Louise and Richard K. Guy Lecture Series
The Louise and Richard K. Guy Lecture Series celebrates the joy of discovery and wonder in mathematics for everyone. The lecture series was a 90th birthday present from Louise Guy to Richard in recognition of his love of mathematics and his desire to share his passion with the world. Richard Guy is the author of over 100 publications including works in combinatorial game theory, number theory and graph theory. He strives to make mathematics accessible to all. In 2019, the Richard celebrated his 103rd birthday. Learn more about his life.
Sudoku and Mathematics
The 19th Louise and Richard Guy Lecture Series
Title: Sudoku and Mathematics
Speaker: Peter Cameron, Professor, School of Mathematics, University of St Andrews
Date: Thursday, September 26, 2024
Joining us in person:
Presentation: 5 - 6 p.m. (MT)
Location: MacEwan Hall Ballroom (3rd Floor MacEwan Students Centre)
On-site registration is available
Joining us online (via Livestream)
Presentation: 5 - 6 p.m. (MT)
View video of presentation
Abstract: Sudoku was invented by retired New York architect Howard Garns in 1979. But its roots lie much further back, deriving from magic squares, which first appeared in China more than two millennia ago. Since these squares were often thought to have magical properties, including acting as a talisman in battle, they were of great interest, and mathematicians in many cultures investigated them and gave constructions.
One of these was Leonhard Euler, who gave a construction in terms of what he called "Graeco-Latin squares" (and are now called orthogonal Latin squares). His celebrated "36 officers" problem asked whether the 6 by 6 case has a solution. He thought not, but this was not proved for another century.
Latin squares arise now in many areas of mathematics and applications, including statistics, error correction, and cryptography. Statisticians further developed the ideas by inventing the notions of "gerechte design" and "cricial set". If they had put these two notions together, they would have come up with Sudoku. But this was left to Garns. Maki Kaji introduced the puzzle to Japan, where it was named "Sudoku", and New Zealander Wayne Gould turned it into an international sensation.
As well as the history, I will discuss some surrounding areas and further developments.
Biography: Peter Cameron was born in Toowoomba, Australia in 1947. He came to Britain in 1968 to do his doctorate under Peter Neumann's supervision. Since then he has held positions at the universities of Oxford and London, as well as a recent part-time position at the University of St Andrews, which he holds currently.
He was the recipient of both junior and senior Whitehead prizes from the London Mathematical Society as well as the Euler Medal from the Institute for Combinatorics and its Applications. He has been an invited speaker at many international conferences including the International Congress of Mathematicians in Kyoto.
His work lies on the borders of algebra and combinatorics, with side interests in logic and statistics.
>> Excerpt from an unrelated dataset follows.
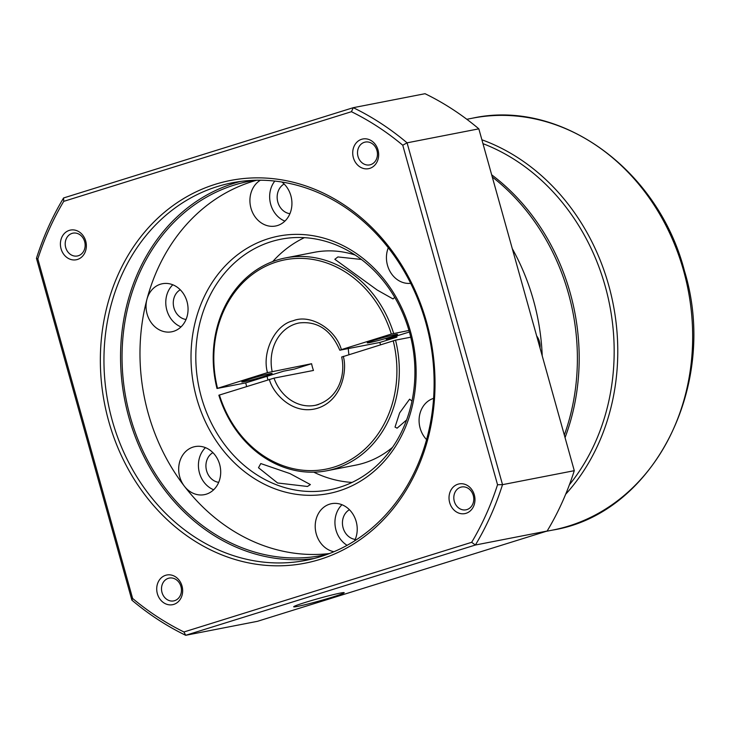 <?xml version="1.0" encoding="UTF-8"?>
<svg xmlns="http://www.w3.org/2000/svg" width="729" height="729" viewBox="0 0 729 729"><rect width="100%" height="100%" fill="white"/><g stroke="black" fill="none" stroke-linecap="round" stroke-linejoin="round"><path stroke-width="1.09" d="M267.47 372.647L311.593 363.716L294.452 369.065L283.681 371.161L245.691 382.898L216.987 388.484L267.47 372.647C261.665 351.989 275.234 324.578 293.149 320.769C310.162 313.689 335.641 328.934 341.372 349.619L391.327 334.055L408.96 330.456M492.285 177.001A207.191 176.637 79 0 1 568.465 293.514A207.191 176.637 79 0 1 564.328 435.049M267.935 379.818A96.164 81.985 79 0 1 267.06 376.346M272.127 371.407A41.963 35.776 79 0 1 295.883 323.785A41.963 35.776 79 0 1 299.136 322.965C317.461 320.869 331.021 329.955 339.796 350.212L379.782 342.475A41.963 35.776 79 0 1 380.529 344.735M396.54 335.996A62.949 53.664 79 0 1 396.922 337.126L379.782 342.475M409.397 331.987L386.16 339.231L396.922 337.126M269.785 373.713A15.737 0.765 164.4 0 0 253.245 377.968A15.737 0.765 164.4 0 0 241.828 381.868A15.737 0.765 164.4 0 0 244.124 381.704A15.737 0.765 164.4 0 0 261.839 377.103A15.737 0.765 164.4 0 0 272.045 373.43A15.737 0.765 164.4 0 0 269.785 373.713M394.735 297.386L393.004 298.917L377.23 290.051L334.83 259.296L337.892 256.936L361.393 259.46M355.132 255.032A108.402 92.419 -101 0 0 314.235 252.325L285.531 257.92A108.402 92.419 79 0 1 393.651 333.435M216.987 388.484A108.402 92.419 79 0 1 277.138 260.034A108.402 92.419 79 0 1 285.531 257.92M395.227 334.62A15.737 0.765 164.4 0 0 378.096 339.049A15.737 0.765 164.4 0 0 367.234 342.849A15.737 0.765 164.4 0 0 369.567 342.621A15.737 0.765 164.4 0 0 386.698 338.192A15.737 0.765 164.4 0 0 397.551 334.392A15.737 0.765 164.4 0 0 395.227 334.62M406.636 419.931L397.095 428.169L395.027 427.085L399.638 412.887L409.607 399.182L411.858 400.968M512.277 248.635A207.191 176.637 79 0 1 542.23 355.907M536.653 335.941A14.862 12.666 79 0 1 540.016 347.961M318.427 404.522A41.963 35.776 79 0 1 315.183 405.342A41.963 35.776 79 0 1 274.004 378.141L313.47 370.45A41.963 35.776 79 0 1 311.593 363.716M348.325 348.599A41.963 35.776 -101 0 0 348.936 354.576M274.004 378.141L218.864 395.218A108.402 92.419 79 0 0 326.993 470.734A108.402 92.419 79 0 0 395.537 340.161L342.193 356.891M410.755 337.199L395.537 340.161M340.306 350.166L341.372 349.619M391.327 334.055A106.662 90.925 -101 0 0 276.719 261.893A106.662 90.925 -101 0 0 217.515 388.22M326.993 470.734L355.697 465.138A108.402 92.419 -101 0 0 392.585 447.287M219.393 394.945A106.662 90.925 -101 0 0 334.01 467.107A106.662 90.925 -101 0 0 393.213 340.78M332.397 597.124A26.226 1.285 164.4 0 0 344.161 592.641A26.226 1.285 164.4 0 0 305.487 602.364A26.226 1.285 164.4 0 0 293.696 606.728A26.226 1.285 164.4 0 0 306.344 604.405A26.226 1.285 164.4 0 0 332.397 597.124M260.782 463.562L289.969 473.586L310.39 484.575L307.465 486.471L277.585 482.981L258.494 467.736L260.782 463.562M426.583 439.623A24.476 20.868 79 0 1 419.457 415.913A24.476 20.868 79 0 1 433.518 398.389A24.476 20.868 79 0 1 433.591 398.362M333.955 551.725A24.476 20.868 79 0 1 315.32 528.817A24.476 20.868 79 0 1 329.636 504.167A24.476 20.868 79 0 1 331.531 503.684A24.476 20.868 79 0 1 353.064 514.364A24.476 20.868 79 0 1 354.504 540.964M193.121 447.077A24.476 20.868 79 0 1 195.007 446.604A24.476 20.868 79 0 1 219.939 465.521A24.476 20.868 79 0 1 206.271 494.18A24.476 20.868 79 0 1 204.375 494.654A24.476 20.868 79 0 1 184.382 486.216A24.476 20.868 79 0 1 193.121 447.077M160.471 284.21A24.476 20.868 79 0 1 162.367 283.736A24.476 20.868 79 0 1 187.289 302.653A24.476 20.868 79 0 1 173.62 331.312A24.476 20.868 79 0 1 171.734 331.786A24.476 20.868 79 0 1 146.93 299.346A24.476 20.868 79 0 1 160.471 284.21M281.923 182.031A24.476 20.868 79 0 1 291.791 206.261A24.476 20.868 79 0 1 277.503 225.534A24.476 20.868 79 0 1 275.608 226.008A24.476 20.868 79 0 1 251.377 209.524A24.476 20.868 79 0 1 260.39 180.218M215.319 184.291A194.953 166.203 79 0 1 426.629 322.309A194.953 166.203 79 0 1 320.049 559.389A194.953 166.203 79 0 1 108.749 421.371A194.953 166.203 79 0 1 215.319 184.291M320.696 556.601A192.328 163.97 -101 0 0 428.078 331.422A192.328 163.97 -101 0 0 232.25 182.797A192.328 163.97 -101 0 0 217.37 186.551A192.328 163.97 -101 0 0 109.988 411.73A192.328 163.97 -101 0 0 305.816 560.364A192.328 163.97 -101 0 0 320.696 556.601M165.629 575.299A15.118 12.885 79 0 1 182.013 586.007A15.118 12.885 79 0 1 173.748 604.396A15.118 12.885 79 0 1 157.364 593.688A15.118 12.885 79 0 1 165.629 575.299M174.605 600.678A11.618 9.905 -101 0 0 181.093 587.073A11.618 9.905 -101 0 0 169.256 578.088A11.618 9.905 -101 0 0 168.363 578.316A11.618 9.905 -101 0 0 161.865 591.921A11.618 9.905 -101 0 0 173.702 600.906A11.618 9.905 -101 0 0 174.605 600.678M361.63 139.285A15.118 12.885 79 0 1 378.014 149.992A15.118 12.885 79 0 1 369.749 168.381A15.118 12.885 79 0 1 353.365 157.674A15.118 12.885 79 0 1 361.63 139.285M370.605 164.663A11.618 9.905 -101 0 0 377.093 151.058A11.618 9.905 -101 0 0 365.265 142.073A11.618 9.905 -101 0 0 364.363 142.301A11.618 9.905 -101 0 0 357.875 155.906A11.618 9.905 -101 0 0 369.703 164.891A11.618 9.905 -101 0 0 370.605 164.663M457.93 484.211A15.118 12.885 79 0 1 474.324 494.918A15.118 12.885 79 0 1 466.059 513.307A15.118 12.885 79 0 1 449.665 502.6A15.118 12.885 79 0 1 457.93 484.211M466.915 509.589A11.618 9.905 -101 0 0 473.403 495.984A11.618 9.905 -101 0 0 461.566 486.999A11.618 9.905 -101 0 0 460.664 487.227A11.618 9.905 -101 0 0 454.176 500.832A11.618 9.905 -101 0 0 466.013 509.817A11.618 9.905 -101 0 0 466.915 509.589M69.319 230.373A15.118 12.885 79 0 1 85.712 241.08A15.118 12.885 79 0 1 77.447 259.469A15.118 12.885 79 0 1 61.054 248.762A15.118 12.885 79 0 1 69.319 230.373M78.295 255.751A11.618 9.905 -101 0 0 84.783 242.146A11.618 9.905 -101 0 0 72.955 233.162A11.618 9.905 -101 0 0 72.053 233.389A11.618 9.905 -101 0 0 65.564 246.994A11.618 9.905 -101 0 0 77.402 255.979A11.618 9.905 -101 0 0 78.295 255.751M271.079 241.709A127.639 108.812 79 0 1 280.957 239.212A127.639 108.812 79 0 1 410.91 337.855A127.639 108.812 79 0 1 339.65 487.291A127.639 108.812 79 0 1 329.772 489.788A127.639 108.812 79 0 1 199.81 391.145A127.639 108.812 79 0 1 271.079 241.709M240.597 181.43A192.328 163.97 -101 0 0 233.973 183.316A192.328 163.97 -101 0 0 125.497 403.656A192.328 163.97 -101 0 0 314.062 558.496M268.345 238.693A131.138 111.801 79 0 1 410.482 331.531A131.138 111.801 79 0 1 338.794 491A131.138 111.801 79 0 1 196.657 398.162A131.138 111.801 79 0 1 268.345 238.693M256.726 180.227A190.588 162.476 -101 0 0 252.38 181.503A190.588 162.476 -101 0 0 146.93 299.346A190.588 162.476 -101 0 0 184.382 486.216A190.588 162.476 -101 0 0 329.453 553.557M327.877 554.149A190.588 162.476 79 0 1 322.072 555.416A190.588 162.476 79 0 1 128.031 408.131A190.588 162.476 79 0 1 234.437 185.002A190.588 162.476 79 0 1 249.181 181.275A190.588 162.476 79 0 1 255.041 180.263M574.279 470.679L502.518 484.657L497.543 484.739A285.003 242.976 79 0 1 471.663 542.312L183.945 631.97A285.003 242.976 79 0 1 132.623 598.454L37.835 258.941A285.003 242.976 79 0 1 63.715 201.368L351.433 111.71L353.273 107.682L425.034 93.704A288.502 245.955 79 0 1 478.835 128.842L574.279 470.679A288.502 245.955 79 0 1 547.142 531.04L257.455 621.318L185.695 635.296L475.381 545.019L547.142 531.04M37.835 258.941L36.45 258.321A288.502 245.955 79 0 1 63.587 197.96L353.273 107.682A288.502 245.955 79 0 1 407.074 142.829L502.518 484.657A288.502 245.955 79 0 1 475.381 545.019L471.663 542.312M183.945 631.97L185.695 635.296A288.502 245.955 79 0 1 131.894 600.158L36.45 258.321M351.433 111.71A285.003 242.976 79 0 1 402.754 145.226L407.074 142.829L478.835 128.842M355.214 539.424A15.737 13.414 79 0 1 342.776 526.438A15.737 13.414 79 0 1 349.428 509.726M218.691 482.334A15.737 13.414 79 0 1 206.261 469.348A15.737 13.414 79 0 1 212.904 452.645M186.05 319.475A15.737 13.414 79 0 1 173.611 306.481A15.737 13.414 79 0 1 180.263 289.777M289.923 213.697A15.737 13.414 79 0 1 277.494 200.703A15.737 13.414 79 0 1 284.137 184M132.623 598.454L131.894 600.158M63.715 201.368L63.587 197.96M402.754 145.226L497.543 484.739M341.974 504.741A24.476 20.868 -101 0 0 347.122 545.319M205.46 447.652A24.476 20.868 -101 0 0 198.944 470.77A24.476 20.868 -101 0 0 213.661 489.76M172.819 284.784A24.476 20.868 -101 0 0 166.303 307.911A24.476 20.868 -101 0 0 181.02 326.893M274.815 181.074A24.476 20.868 -101 0 0 284.893 221.115M410.682 283.317A24.476 20.868 79 0 1 390.735 272.655A24.476 20.868 79 0 1 388.284 247.769M304.394 237.663A127.639 108.812 -101 0 0 272.728 261.556M245.719 382.889A127.639 108.812 -101 0 0 246.63 386.461M313.762 472.164A127.639 108.812 -101 0 0 352.08 482.425M481.887 139.786A209.815 178.878 79 0 1 608.733 285.422A209.815 178.878 79 0 1 565.686 494.216M482.972 143.649A207.191 176.637 79 0 1 605.243 286.351A207.191 176.637 79 0 1 569.413 484.758M269.347 379.381C272.637 392.74 292.457 415.812 317.571 408.231C342.566 400.203 347.359 369.457 343.259 356.353M683.629 270.823A209.815 178.878 -101 0 0 472.456 118.189C560.637 98.688 658.214 169.401 684.413 270.751C719.259 384.338 654.104 513.772 552.7 530.074A209.815 178.878 -101 0 0 683.629 270.823M491.674 174.814A207.191 176.637 79 0 1 570.26 293.158A207.191 176.637 79 0 1 565.048 437.628M341.673 356.946C345.874 375.69 338.165 399.474 315.183 405.342M546.139 531.35L552.7 530.074M466.815 119.283L472.456 118.189"/></g></svg>

He is currently writing a book on the ubiquitous but mysterious ADE root systems, and has a large project (mostly with Indian mathematicians) about graphs defined on algebraic structures.
In the distant past he was Australian Universities cross-country champion and also ran the London marathon twice.
Past lectures
The 18th Richard and Louise Guy Lecture Series
Title: M.C. Escher's Math side
Abstract: Imagery in M.C. Escher's graphic works not only makes obvious use of geometry, but often provides visual metaphors for abstract mathematical concepts. Again and again Escher strived to capture the concept of infinity. He was also fascinated by and a master at depicting symmetry, duality, reflection, relativity, recursion, dimension, and topological change. This lecture (which assumes no mathematical background) will illustrate these mathematical concepts implicit in several of Escher's works, outline the transformation geometry that governs his interlocking figures, and reveal how this "math anxious" artist actually did pioneering mathematical research in order to accomplish his artistic goals.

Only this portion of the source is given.